No nosso país, onde essa área representa 11% do território nacional, a resposta dos governos predominantes foi a implementação de políticas de “desenvolvimento”, dirigidas quase exclusivamente ao “combate a seca” e os seus efeitos.” Mas, tais percepções de “desenvolvimento” foram questionadas pelos agricultores e suas organizações, dado a sua insustentabilidade economica , ambiental e social. Articulados na rede denominda Articulaçao do Semiárido Brasileiro (ASA Brasil), eles apresentaram – durante a 3ª Conferência das Partes da Convenção de Combate à Desertificação e Mitigação dos efeitos da Seca das Nações Unidas (UNCCD) – a Declaração do Semiárido Brasileiro (SAB) em torno do conceito de “convivência com a semiáridez”, enfatizando a conservação e o uso sustentável dos recursos naturais e hidrícos, e a quebra do monopolia de acesso a água, a terra, a comunicação, e aos meios de produção.
Nacismento da revolucao silenciosa
A chegada do governo de Luiz Inacio Lula da Silva em 2002 abriu a participação de novos atores sociais e políticos e a definição de uma política sob o princípio de “convivência com a semiáridez”. Em linha com este novo paradigma – da convivência com a semiaridez – , foi realizada uma pesquisa participativa entre 2012-2016, em articulação com uma instituicao pública de Ciência, Tecnologia e Inovação – Instituto Nacional do Semiárido (INSA) – e a entidade representativa da Sociedade ASA-Brasil.

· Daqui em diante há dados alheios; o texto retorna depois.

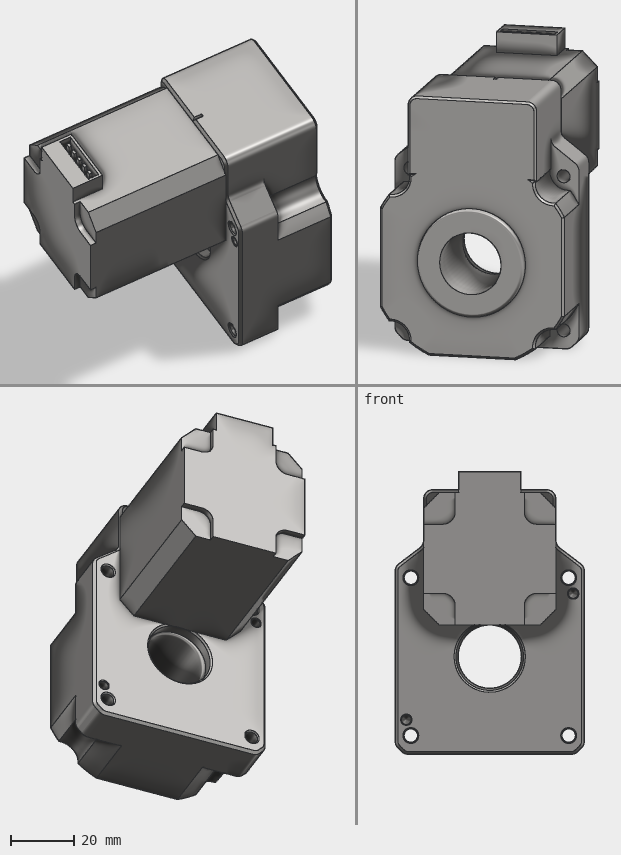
import cadquery as cq
import math


HALF_WIDTH = 30.0
BOTTOM_Z = -31.0
TOP_Z = 52.9
PLATE_DEPTH = 14.0
HOUSING_DEPTH = 33.8
BODY_WIDTH = 41.9
SHOULDER_LOW_Z = 28.5
SHOULDER_HIGH_Z = 35.35
OUTLINE_RADIUS = 3.0
CORNER_CHAMFER = 3.0
FRONT_CHAMFER = 0.9
BACK_CHAMFER = 0.7

CASE_RADIUS = 34.0
RELIEF_OFFSET = 20.5
RELIEF_RADIUS = 6.0

MOUNT_OFFSET = 25.0
MOUNT_DIAMETER = 4.2
MOUNT_MOUTH_DIAMETER = 5.0
DOWEL_X = 26.4
DOWEL_Z = 20.0
DOWEL_DIAMETER = 3.0
DOWEL_MOUTH_DIAMETER = 3.6
DOWEL_DEPTH = 6.0
DRILL_POINT_ANGLE = 118

MARK_WIDTH = 0.9
MARK_DEPTH = FRONT_CHAMFER
MARK_LENGTH = 3.6

FRONT_BORE_DIAMETER = 21.4
FRONT_BORE_MOUTH_DIAMETER = 22.55
FRONT_WALL = 3.9
RING_DIAMETER = 34.9
RING_BORE_DIAMETER = 20.0
RING_FRONT_GAP = 0.5
RING_STICKOUT = 2.15
RING_EDGE_RADIUS = 1.0
RING_BORE_RADIUS = 1.0

MOTOR_LENGTH = 49.5
MOTOR_BOTTOM_Z = 10.0
MOTOR_CHAMFER = 4.9
NOTCH_SIZE = 10.0
NOTCH_DEPTH = 2.1
NOTCH_RADIUS = 4.0

CONNECTOR_WIDTH = 19.7
CONNECTOR_DEPTH = 10.8
CONNECTOR_TOP_Z = 58.5
SOCKET_WIDTH = 17.8
SOCKET_DEPTH = 3.8
SOCKET_WALL = 0.9
SOCKET_HEIGHT = 5.0
PIN_COUNT = 5
PIN_PITCH = 3.2
PIN_WIDTH = 1.5
PIN_DEPTH = 1.0
PIN_HEIGHT = 4.7

BODY_HALF_WIDTH = BODY_WIDTH / 2
CASE_START_Y = PLATE_DEPTH / 2
CASE_Y_RANGE = (CASE_START_Y, HOUSING_DEPTH)
MOTOR_TOP_Z = MOTOR_BOTTOM_Z + BODY_WIDTH
MOTOR_CENTER_Z = MOTOR_BOTTOM_Z + BODY_HALF_WIDTH
MOTOR_END_Y = -MOTOR_LENGTH


def block(x_range, y_range, z_range):
    """Box between two limits along each axis."""
    limits = (x_range, y_range, z_range)
    sizes = [high - low for low, high in limits]
    corner = tuple(low for low, high in limits)
    return cq.Workplane("XY").box(*sizes, centered=False).translate(corner)


def cylinder(diameter, y_start, y_end):
    """Cylinder on the output axis."""
    return cq.Workplane("XZ", origin=(0, y_start, 0)).circle(diameter / 2).extrude(y_start - y_end)


def chamfered_bore(diameter, mouth_diameter, depth, pointed=False):
    """Cutter for a hole from the front face with a 45 degree mouth and, if wanted, a drill point."""
    radius = diameter / 2
    mouth_radius = mouth_diameter / 2
    tip = radius / math.tan(math.radians(DRILL_POINT_ANGLE / 2)) if pointed else 0
    profile = (
        cq.Workplane("XY")
        .moveTo(0, 0)
        .lineTo(mouth_radius, 0)
        .lineTo(radius, mouth_radius - radius)
        .lineTo(radius, depth)
        .lineTo(0, depth + tip)
        .close()
    )
    return profile.revolve(360, (0, 0, 0), (0, 1, 0))


def corner_blocks(inner_offset, size, y_range, corner_radius, center_z=0):
    """Four square blocks around a Y line, each rounded along the edge nearest to that line."""
    inner_edges = {-1: ">", 1: "<"}
    blocks = []
    for x_sign in (-1, 1):
        for z_sign in (-1, 1):
            x_range = sorted((x_sign * inner_offset, x_sign * (inner_offset + size)))
            z_range = sorted((z_sign * inner_offset, z_sign * (inner_offset + size)))
            corner = block(x_range, y_range, z_range)
            inner_edge = f"|Y and {inner_edges[x_sign]}X and {inner_edges[z_sign]}Z"
            blocks.append(corner.edges(inner_edge).fillet(corner_radius).translate((0, 0, center_z)))
    return blocks


def make_flange():
    """Front flange, with the outline of the upper gear box rising above its shoulders."""
    low_x = HALF_WIDTH - CORNER_CHAMFER
    right_side = [
        (low_x, BOTTOM_Z),
        (HALF_WIDTH, BOTTOM_Z + CORNER_CHAMFER),
        (HALF_WIDTH, SHOULDER_LOW_Z),
        (BODY_HALF_WIDTH, SHOULDER_HIGH_Z),
        (BODY_HALF_WIDTH, TOP_Z),
    ]
    left_side = [(-x, z) for x, z in reversed(right_side)]
    flange = cq.Workplane("XZ").polyline(right_side + left_side).close().extrude(-PLATE_DEPTH)
    flange = flange.edges("|Y").fillet(OUTLINE_RADIUS)
    return flange.faces("<Y").chamfer(FRONT_CHAMFER)


def make_round_case():
    """Round gear case behind the flange, relieved at its four corners and trimmed to the flange."""
    wide = (-CASE_RADIUS, CASE_RADIUS)
    narrow = (-RELIEF_OFFSET, RELIEF_OFFSET)
    cross = block(wide, CASE_Y_RANGE, narrow).union(block(narrow, CASE_Y_RANGE, wide))
    middle = (RELIEF_OFFSET + CASE_RADIUS) / 2
    inner_corners = cq.selectors.BoxSelector((-middle, 0, -middle), (middle, HOUSING_DEPTH, middle))
    cross = cross.edges("|Y").edges(inner_corners).fillet(RELIEF_RADIUS)
    disc = cylinder(2 * CASE_RADIUS, *CASE_Y_RANGE)
    trim = block((-HALF_WIDTH, HALF_WIDTH), CASE_Y_RANGE, (BOTTOM_Z, CASE_RADIUS))
    return cross.intersect(disc).intersect(trim).faces(">Y").chamfer(BACK_CHAMFER)


def make_upper_box():
    """Upper gear box; its underside starts where the round case meets the relief walls."""
    underside_z = math.sqrt(CASE_RADIUS**2 - RELIEF_OFFSET**2)
    box = block((-BODY_HALF_WIDTH, BODY_HALF_WIDTH), CASE_Y_RANGE, (underside_z, TOP_Z))
    box = box.edges("|Y and >Z").fillet(OUTLINE_RADIUS)
    return box.faces(">Y").chamfer(BACK_CHAMFER)


def make_index_mark():
    """Cutter for the V groove at the front of the top face."""
    half_width = MARK_WIDTH / 2
    groove = [(-half_width, TOP_Z), (half_width, TOP_Z), (0, TOP_Z - MARK_DEPTH)]
    return cq.Workplane("XZ").polyline(groove).close().extrude(-MARK_LENGTH)


def make_housing():
    """Housing with the ring recess, the front bore, the flange holes and the index mark."""
    housing = make_flange().union(make_round_case()).union(make_upper_box())
    housing = housing.cut(cylinder(RING_DIAMETER, FRONT_WALL, HOUSING_DEPTH))
    housing = housing.cut(chamfered_bore(FRONT_BORE_DIAMETER, FRONT_BORE_MOUTH_DIAMETER, FRONT_WALL))
    mount_hole = chamfered_bore(MOUNT_DIAMETER, MOUNT_MOUTH_DIAMETER, PLATE_DEPTH)
    for x in (-MOUNT_OFFSET, MOUNT_OFFSET):
        for z in (-MOUNT_OFFSET, MOUNT_OFFSET):
            housing = housing.cut(mount_hole.translate((x, 0, z)))
    dowel_hole = chamfered_bore(DOWEL_DIAMETER, DOWEL_MOUTH_DIAMETER, DOWEL_DEPTH, pointed=True)
    for sign in (-1, 1):
        housing = housing.cut(dowel_hole.translate((sign * DOWEL_X, 0, sign * DOWEL_Z)))
    return housing.cut(make_index_mark())


def make_output_ring():
    """Hollow ring on the output axis, rounded at its outer back edge and its inner front edge."""
    front_y = FRONT_WALL + RING_FRONT_GAP
    back_y = HOUSING_DEPTH + RING_STICKOUT
    ring = cylinder(RING_DIAMETER, front_y, back_y).faces(">Y").edges().fillet(RING_EDGE_RADIUS)
    ring = ring.cut(cylinder(RING_BORE_DIAMETER, front_y, back_y))
    return ring.faces("<Y").edges(cq.selectors.RadiusNthSelector(0)).fillet(RING_BORE_RADIUS)


def make_connector():
    """Connector block, rooted in the motor, with a row of pins in its socket."""
    half_width = CONNECTOR_WIDTH / 2
    connector_back_y = MOTOR_END_Y + CONNECTOR_DEPTH
    connector = block(
        (-half_width, half_width), (MOTOR_END_Y, connector_back_y), (MOTOR_CENTER_Z, CONNECTOR_TOP_Z)
    )
    socket_half_width = SOCKET_WIDTH / 2
    socket_back_y = connector_back_y - SOCKET_WALL
    socket_front_y = socket_back_y - SOCKET_DEPTH
    socket_floor_z = CONNECTOR_TOP_Z - SOCKET_HEIGHT
    socket = block(
        (-socket_half_width, socket_half_width),
        (socket_front_y, socket_back_y),
        (socket_floor_z, CONNECTOR_TOP_Z),
    )
    pins = (
        cq.Workplane("XY", origin=(0, (socket_front_y + socket_back_y) / 2, socket_floor_z))
        .rarray(PIN_PITCH, 0.9, PIN_COUNT, 1)
        .rect(PIN_WIDTH, PIN_DEPTH)
        .extrude(PIN_HEIGHT)
    )
    return connector, socket, pins


def make_motor():
    """Square motor with chamfered long edges, notched end corners and a pin connector on top."""
    motor = block((-BODY_HALF_WIDTH, BODY_HALF_WIDTH), (MOTOR_END_Y, 0), (MOTOR_BOTTOM_Z, MOTOR_TOP_Z))
    motor = motor.edges("|Y").chamfer(MOTOR_CHAMFER)
    notch_offset = BODY_HALF_WIDTH - NOTCH_SIZE
    notch_y_range = (MOTOR_END_Y, MOTOR_END_Y + NOTCH_DEPTH)
    for notch in corner_blocks(notch_offset, NOTCH_SIZE, notch_y_range, NOTCH_RADIUS, MOTOR_CENTER_Z):
        motor = motor.cut(notch)
    connector, socket, pins = make_connector()
    return motor.union(connector).cut(socket).union(pins)


housing = make_housing()
output_ring = make_output_ring()
motor = make_motor()

result = cq.Compound.makeCompound([housing.val(), output_ring.val(), motor.val()])

A pesquisa objetivou explorar se foi possível tornar realidade a proposta brasileira de “Convivência com a semiaridez”, e em caso afirmartivo, estabelecer quais estratégias e condições contribuíram para isso. Isto foi feito através de uma análise comparativa das transformações ocorridas em 10 territórios do Semiárido brasileiro, em dois períodos de tempo PI (1973-2001) com políticas governamentais de combate a seca e seus efeitos, versus PII (2002-2016), caracterizado pela implementação de políticas governamentais de desenvolvimento sob o conceito de convivência com a região semiárida. As variáveis e processos analisados incluíram: capital físico; acesso a infraestrutura hídrica; Diversificacao de Sistemas de Produção (animais e vegetais); Gestão de bens comuns; Integração em Espaços Políticos Organizativos e Acesso à políticas públicas.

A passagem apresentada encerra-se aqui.